I remember that I had been heading to my station when it had hit me like a dump truck slamming into my head. I had collapsed almost immediately as the pain felt as if someone had poured liquid metal onto my brain. The feeling it gave me was by far the worst part however, it was like something unnatural was squirming around inside my skull, taking bites out of my mind.
I don't know how long it went on for, maybe seconds? Maybe minutes? Maybe hours? I just don't know but it felt as if it would never end. And then...it just stopped. It all just stopped. My head became clear but something had changed, I wasn't me anymore...I mean I was but...I just wasn't. I felt a strange link, a devotion to something I...to something I just can't explain in words...
<<Sit up.>> A female voice echoed out from all around me. The voice itself was so familiar to me but it was also different in some ways, it sounded resentful, conflicted and...desperate?
I don't know why but that made me feel uncomfortable if I was being honest. I had no idea what this voice was or what it truly wanted but the fact that it felt desperate, threatened even...it...it made me furious for some odd reason.

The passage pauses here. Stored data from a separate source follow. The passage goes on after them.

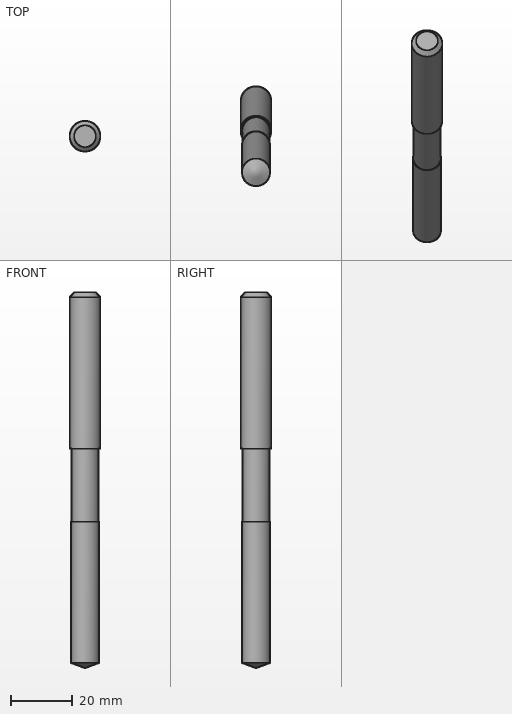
import cadquery as cq

total_length = 122.7
shank_diameter = 10.0
shank_length = 51.0
shank_chamfer_height = 1.6
shank_end_diameter = 7.1
neck_diameter = 9.0
cutter_diameter = 9.2
cutter_length = 47.7
point_height = 1.7

tip_z = -total_length / 2
top_z = total_length / 2
point_top_z = tip_z + point_height
cutter_top_z = tip_z + cutter_length
shank_bottom_z = top_z - shank_length
chamfer_bottom_z = top_z - shank_chamfer_height


def revolve_profile(points):
    """Revolve a closed (radius, height) outline around the Z axis."""
    return cq.Workplane("YZ").polyline(points).close().revolve(360, (0, 0), (0, 1))


def make_shank():
    """Chamfered shank with the slimmer neck below it."""
    neck_radius = neck_diameter / 2
    shank_radius = shank_diameter / 2
    return revolve_profile([
        (0, cutter_top_z),
        (neck_radius, cutter_top_z),
        (neck_radius, shank_bottom_z),
        (shank_radius, shank_bottom_z),
        (shank_radius, chamfer_bottom_z),
        (shank_end_diameter / 2, top_z),
        (0, top_z),
    ])


def make_cutter():
    """Cylindrical cutting length ending in a conical point."""
    cutter_radius = cutter_diameter / 2
    return revolve_profile([
        (0, tip_z),
        (cutter_radius, point_top_z),
        (cutter_radius, cutter_top_z),
        (0, cutter_top_z),
    ])


shank = make_shank()
cutter = make_cutter()
result = cq.Compound.makeCompound([shank.val(), cutter.val()])

<<Sit up.>> It said again and I did just that, I sat up and it felt nice, it felt good to do what the voice told me to do.
The people in the room with me had by this point noticed that I had completely stopped screaming and had moved over to check on me but I ignored them without any kind of reaction to their presence. In the end their worries were insignificant, meaningless, all that mattered was the voice, that glorious voice.